В родильном доме я успела уже побывать дважды. В первый раз я уходила отсюда с ребенком на руках, гордая и счастливая своим материнством. Сегодня же я покидала его морально опустошенной и угнетенной, но отнюдь не отчаявшейся. Вернувшись домой, я тотчас принялась строить планы.
— Ко Чи Та, мне врач разрешил рожать спустя три года. К тому времени мы с тобой поднакопим достаточно денег, и я рожу тебе сына.
— Твоя идея не отличается оригинальностью. Если каждая семья, прежде чем обзаводиться ребенком, будет копить деньги, то что же станут делать бедняки, которые за всю свою жизнь не могут отложить и одного джа?!
Для преодоления жизненных трудностей необходимо обладать мужеством. Я, по-видимому, была лишена его и, подобно многим женщинам, которые из страха перед бедностью лишают себя предназначенного им природой счастья, пошла по линии наименьшего сопротивления.
Увидев у своего стола То То, я неимоверно удивилась.
— Здравствуй, Хлайн, — поздоровалась она. — Я тоже работаю в этом департаменте. Вот возьми. Мья Мья Тин просила передать тебе свою последнюю книгу.
— Спасибо. А ты в какой комнате сидишь?
— Рядом.
— Это твоя подруга? — спросила Свей Свей Мьин, когда То То ушла.
— Мы из одного общежития. А ты ее знаешь?
— Да нет. Просто слышала, будто она добрая знакомая У Тан Лвина.
— Ну и языкатый у нас народ! Она только сегодня впервые пришла на работу, а о ней уже болтают невесть что.
Одного имени У Тан Лвина, человека сомнительной репутации, было достаточно для того, чтобы скомпрометировать девушку, но я-то знала порядочность То То, поэтому так решительно отвергла возведенную на нее напраслину.
— Хлайн, тебя к телефону, — услышала я. «Вероятно, Ко Чи Та, — с досадой подумала я. — Сейчас скажет, что опять задерживается, чтобы к ужину его не ждала».
— Хлайн, — это действительно был он, — бабушке Мьин совсем худо. Я поеду к ней. Домой вряд ли сегодня вернусь.
— Может быть, и мне туда приехать?
— Не надо. Дом без присмотра оставлять не следует. В случае чего я тебе позвоню.

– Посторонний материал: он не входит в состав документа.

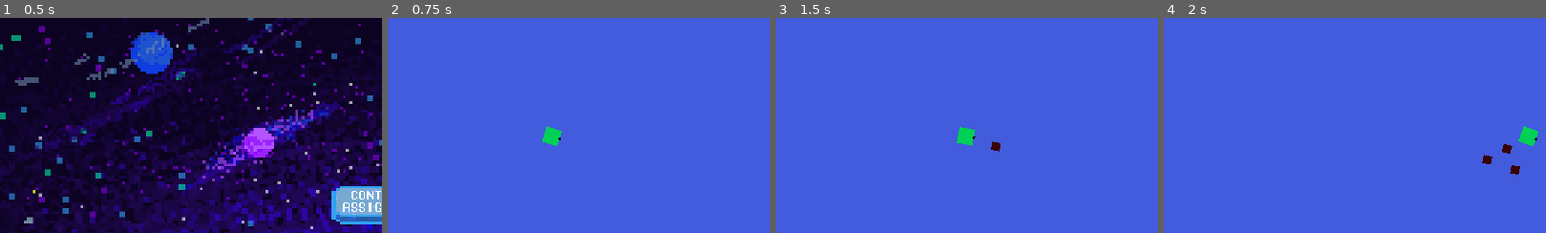
Above: before the commit, frames 1-4 (left to right).
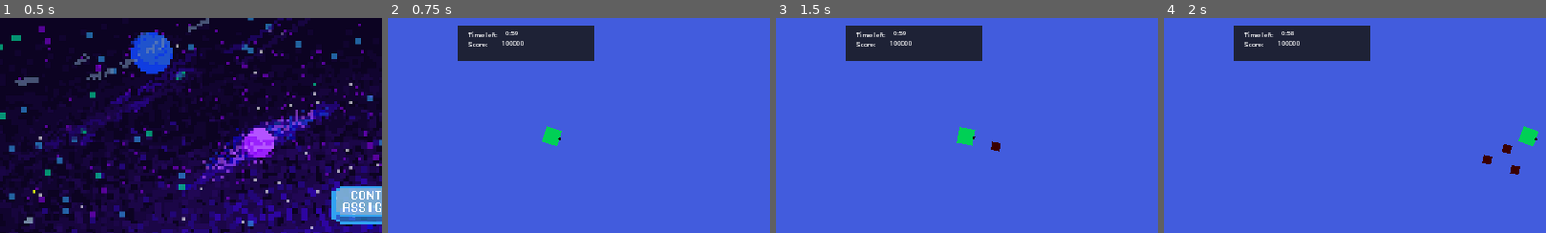
Above: after the commit, the same moments.

Repository: Seblis/Weaponized
Game: Godot game, scene res://levels/menu/main_menu.tscn
The game is run twice, just before and just after one commit, with the same random seed, the same clock (stepped at 60 frames per second) and the same inputs.
Inputs (mouse positions are % of the whole screen's width and height, from its top left):
- Up to frame 1 (0.5 s): no input
- Up to frame 2 (0.75 s): click (50, 45) at 0.52 s
- Up to frame 3 (1.5 s): move the mouse to (72, 45) at 1.27 s; hold D (move_right) from 1.28 s (still down); hold Space (fire) from 1.28 s (still down)
- Up to frame 4 (2 s): keep holding D (move_right); keep holding Space (fire)
The pictures show only the part of the screen within x 0-50%, y 2-52%; the shares and areas given below are measured in that part.

Frame 1 is identical in both runs. In frame 2, 5.9% of the frame differs, in the area x 18-54%, y 3-20%; in frame 3, 5.9%; in frame 4, 5.9%.

Commit message:
Basic hud added

Diff:
--- a/entities/enemies/base_enemy/base_enemy.tscn
+++ b/entities/enemies/base_enemy/base_enemy.tscn
@@ -7,6 +7,7 @@
 height = 40.0
 
 [node name="BaseEnemy" type="CharacterBody2D" groups=["ENEMY"]]
+collision_layer = 5
 motion_mode = 1
 script = ExtResource("1_45bqk")
 
--- a/levels/level_1/level_1.tscn
+++ b/levels/level_1/level_1.tscn
@@ -1,10 +1,12 @@
-[gd_scene load_steps=7 format=3 uid="uid://lrlvibnrtoy5"]
+[gd_scene load_steps=9 format=3 uid="uid://lrlvibnrtoy5"]
 
 [ext_resource type="Script" path="res://levels/level_1/level_1.gd" id="1_d4hc3"]
 [ext_resource type="PackedScene" uid="uid://c00a8luwst5da" path="res://entities/spaceship/ship.tscn" id="1_kp36w"]
-[ext_resource type="PackedScene" path="res://util/enemy_paths.tscn" id="2_4ry2s"]
+[ext_resource type="PackedScene" uid="uid://cyl3q0blt7u4f" path="res://util/enemy_paths.tscn" id="2_4ry2s"]
+[ext_resource type="PackedScene" uid="uid://cvqdtwi6o21eo" path="res://util/components/scoring_component.tscn" id="2_4skbk"]
 [ext_resource type="PackedScene" uid="uid://bw32b7wt5hrmf" path="res://util/components/PauseMenu/PauseMenu.tscn" id="2_6xkid"]
-[ext_resource type="PackedScene" path="res://util/enemy_manager.tscn" id="2_wup08"]
+[ext_resource type="PackedScene" uid="uid://cngm1eyy7khog" path="res://util/enemy_manager.tscn" id="2_wup08"]
+[ext_resource type="PackedScene" uid="uid://dk5ry0arxjb7r" path="res://util/UI/hud.tscn" id="6_mk106"]
 
 [sub_resource type="Curve2D" id="Curve2D_4ed5i"]
 _data = {
@@ -14,6 +16,9 @@
 
 [node name="Level1" type="Node2D"]
 script = ExtResource("1_d4hc3")
+
+[node name="ScoringComponent" parent="." instance=ExtResource("2_4skbk")]
+wait_time = 60.0
 
 [node name="CanvasLayer" type="CanvasLayer" parent="."]
 
@@ -101,3 +106,5 @@
 scale = Vector2(1.28878, 1.27845)
 skew = -0.035001
 curve = SubResource("Curve2D_4ed5i")
+
+[node name="Hud" parent="." instance=ExtResource("6_mk106")]
--- a/levels/level_2/level_2.gd
+++ b/levels/level_2/level_2.gd
@@ -1,7 +1,7 @@
 extends Node2D
 @onready var enemy_manager: EnemyManager = %EnemyManager
 @onready var pause_menu = $CanvasLayer/PauseMenu
-var base_enemy = preload("res://entities/enemies/BaseEnemy.tscn")
+var base_enemy = preload("res://entities/enemies/base_enemy/base_enemy.tscn")
 
 ##
 #  [enemy_scene, path_id, enemies_amount, delay(s), spacing]
--- a/levels/level_3/level_3.gd
+++ b/levels/level_3/level_3.gd
@@ -1,10 +1,10 @@
 extends Node2D
 @onready var enemy_manager: EnemyManager = %EnemyManager
 @onready var pause_menu = $CanvasLayer/PauseMenu
-var base_enemy = preload("res://entities/enemies/BaseEnemy.tscn")
+var base_enemy = preload("res://entities/enemies/base_enemy/base_enemy.tscn")
 
 ##
-#  [enemy_scene, path_id, enemies_amount, delay(s), spacing]
+#enemy_scene, path_id, enemies_amount, delay(s), spacing]
 #  we can provide optional array with enemy parameters at the end
 ##
 
--- a/levels/level_4/level_4.gd
+++ b/levels/level_4/level_4.gd
@@ -1,7 +1,7 @@
 extends Node2D
 @onready var enemy_manager: EnemyManager = %EnemyManager
 @onready var pause_menu = $CanvasLayer/PauseMenu
-var base_enemy = preload("res://entities/enemies/BaseEnemy.tscn")
+var base_enemy = preload("res://entities/enemies/base_enemy/base_enemy.tscn")
 
 ##
 #  [enemy_scene, path_id, enemies_amount, delay(s), spacing]
--- /dev/null
+++ b/util/UI/hud.tscn
@@ -0,0 +1,47 @@
+[gd_scene load_steps=3 format=3 uid="uid://dk5ry0arxjb7r"]
+
+[ext_resource type="Script" path="res://util/UI/time_left.gd" id="1_440kr"]
+[ext_resource type="Script" path="res://util/UI/score.gd" id="2_thyle"]
+
+[node name="Hud" type="CanvasLayer"]
+
+[node name="ColorRect" type="ColorRect" parent="."]
+offset_left = 176.0
+offset_top = 36.0
+offset_right = 519.0
+offset_bottom = 126.0
+color = Color(0.0941176, 0.0941176, 0.0941176, 0.847059)
+
+[node name="RichTextLabel" type="RichTextLabel" parent="ColorRect"]
+layout_mode = 0
+offset_left = 26.0
+offset_top = 10.0
+offset_right = 114.0
+offset_bottom = 38.0
+text = "Time left: "
+
+[node name="TimeLeft" type="RichTextLabel" parent="ColorRect"]
+layout_mode = 0
+offset_left = 118.0
+offset_top = 6.0
+offset_right = 242.0
+offset_bottom = 38.0
+text = "00:00"
+script = ExtResource("1_440kr")
+
+[node name="RichTextLabel3" type="RichTextLabel" parent="ColorRect"]
+layout_mode = 0
+offset_left = 26.0
+offset_top = 34.0
+offset_right = 104.0
+offset_bottom = 67.0
+text = "Score: "
+
+[node name="Score" type="RichTextLabel" parent="ColorRect"]
+layout_mode = 0
+offset_left = 109.0
+offset_top = 31.0
+offset_right = 215.0
+offset_bottom = 58.0
+text = "999999"
+script = ExtResource("2_thyle")
--- /dev/null
+++ b/util/UI/score.gd
@@ -0,0 +1,4 @@
+extends RichTextLabel
+
+func _process(delta):
+	text = str(GameEngine.get_score())
--- /dev/null
+++ b/util/UI/time_left.gd
@@ -0,0 +1,7 @@
+extends RichTextLabel
+
+func _process(delta):
+	if GameEngine.get_game_timer() != null:
+		text = "%d:%02d" % [floor(GameEngine.get_game_timer().time_left / 60), int(GameEngine.get_game_timer().time_left) % 60]
+	else:
+		text = "NO TIMER"
--- a/util/components/scoring_component.gd
+++ b/util/components/scoring_component.gd
@@ -9,9 +9,13 @@
 
 func _ready():
 	GameEngine.reset(base_score)
+	GameEngine.set_game_timer(self)
 	_score = base_score
 
 
 func _on_timeout():
 	# TODO: Display lose screen
 	pass
+
+func _exit_tree():
+	GameEngine.set_game_timer(null)
--- a/util/components/scoring_component.tscn
+++ b/util/components/scoring_component.tscn
@@ -4,6 +4,7 @@
 
 [node name="ScoringComponent" type="Timer"]
 one_shot = true
+autostart = true
 script = ExtResource("1_7q33j")
 
 [connection signal="timeout" from="." to="." method="_on_timeout"]
--- a/util/global/game_engine.gd
+++ b/util/global/game_engine.gd
@@ -13,6 +13,7 @@
 var _player: PlayerShip = null
 var _enemies_count = 0
 var _score = 0
+var _game_timer
 
 var _best_score = [0,0,0,0,0,0,0,0,0,0]
 
@@ -46,3 +47,12 @@
 func save_score(level: int, time_bonus):
 	_best_score[level] = max(_best_score[level], _score + time_bonus)
 	# TODO: permanent score saving, maybe some json?
+
+func get_score():
+	return _score
+
+func set_game_timer(timer: Timer):
+	_game_timer = timer
+
+func get_game_timer():
+	return _game_timer
Not shown: 1 places in levels/level_2/level_2.tscn that only renumber resources
Not shown: 1 places in levels/level_3/level_3.tscn that only renumber resources
Not shown: 1 places in levels/level_4/level_4.tscn that only renumber resources

Домой я возвращалась нехотя. Долго в ту ночь не могла уснуть и стала читать новый роман Мья Мья Тин. В нем была описана жизнь студентов нашего общежития. За вымышленными именами я без труда угадывала знакомых мне людей. У всех судьба сложилась по-разному. Вот героиня, стремившаяся к недосягаемым вершинам, легко отступила, даже не попытавшись их достигнуть. Другая была более удачливой, с чьей-то помощью добилась желаемого. Третья, страдавшая от рождения тяжелым недугом, погибла в юном возрасте. Это — Твей Твей, это — Чи Мей У, это Ти Та Нве, а это — это я… Жаль, что Мья Мья Тин не нашла нужным описать себя. Она постоянно была для нас примером человека волевого и последовательного, и ее образ наверняка снискал бы симпатии читателей.
Я не могла оторваться от книги до полуночи и на следующее утро едва не проспала. Собравшись наспех, я сломя голову помчалась к автобусной остановке и с трудом попала на работу к урочному времени.
Жизнь с каждым днем становилась все труднее и труднее. Сетования моих сослуживиц на то, что предметы первой необходимости и продукты питания становятся все менее доступны, не прекращались.
— Сегодня повздорила с мужем из-за мыла, — объявила одна из них, мать пятерых детей, которой с трудом удавалось сводить концы с концами.